Silva database update

Hello,

I would like to use mothur on the new silva database, which could be downloaded from this link

Is there any mothur compatible version of this database?

Another question, for the bacterial sequences here,

where can I find the sequences which are unaligned?

Best Regards,
Hadidi

It’s fairly trivial to create the mothur taxonomy/template files using the ARB export function. If you mark your sequences in ARB you can export them as fasta directly, and then create an export template like:

SUFFIX tax
BEGIN
*(name) *(tax_slv);

to make the taxonomy file.

There are a few little things you need to clean up afterwards - removing spaces from the taxonomies, removing any double ;; in the taxonomies, and spaces/gaps in the fasta file. That said, it’s worthwhile cleaning the database up first, since there are often suspected chimeras, incomplete taxonomies, and many redundant sequences in the ARB databases.

I can’t remember exactly where to download the unaligned sequences, but you could just run degap.seqs on silva.bacteria.fasta and you’d have the same result.

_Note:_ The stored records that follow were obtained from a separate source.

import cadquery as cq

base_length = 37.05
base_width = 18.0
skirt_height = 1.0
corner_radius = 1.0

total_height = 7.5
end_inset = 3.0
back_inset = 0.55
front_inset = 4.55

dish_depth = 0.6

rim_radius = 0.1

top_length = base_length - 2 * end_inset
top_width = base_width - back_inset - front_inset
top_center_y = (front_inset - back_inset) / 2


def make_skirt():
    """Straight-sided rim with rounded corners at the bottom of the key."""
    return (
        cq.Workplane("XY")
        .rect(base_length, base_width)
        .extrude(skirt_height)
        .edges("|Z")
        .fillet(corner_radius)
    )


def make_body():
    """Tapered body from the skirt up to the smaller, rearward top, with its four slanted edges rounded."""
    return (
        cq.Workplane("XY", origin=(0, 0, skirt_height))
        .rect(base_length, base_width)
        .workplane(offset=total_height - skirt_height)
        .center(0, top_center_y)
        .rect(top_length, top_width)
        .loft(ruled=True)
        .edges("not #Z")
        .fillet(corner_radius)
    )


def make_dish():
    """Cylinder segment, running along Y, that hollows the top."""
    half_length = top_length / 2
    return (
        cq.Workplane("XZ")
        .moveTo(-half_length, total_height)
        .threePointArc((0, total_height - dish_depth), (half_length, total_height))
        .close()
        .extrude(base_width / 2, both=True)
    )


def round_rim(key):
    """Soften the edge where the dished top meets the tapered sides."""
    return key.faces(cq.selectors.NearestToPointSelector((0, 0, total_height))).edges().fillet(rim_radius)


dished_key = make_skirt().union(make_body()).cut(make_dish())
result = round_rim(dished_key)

Thanks Dwaite for your help.
Could you please tell me a reference for “That said, it’s worthwhile cleaning the database up first, since there are often suspected chimeras, incomplete taxonomies, and many redundant sequences in the ARB databases.” My supervisor asked me about it.

Thanks,

I don’t know of any reference, these are just things we’ve observed working while working with ARB. I realise that you’re working with the NR database, so this may not hold true for you.

>Suspected chimeras
From the SILVA 108 SSU_Ref database (this is the last one I worked with, so had it on my computer) I marked and exported sequences with a pintail score of less than 75. There were 73,211 of these from about 600,000 sequences total. I aligned them in mothur, where 15,604 couldn’t be aligned at all, and of those that aligned 8,848 were flagged as chimeras.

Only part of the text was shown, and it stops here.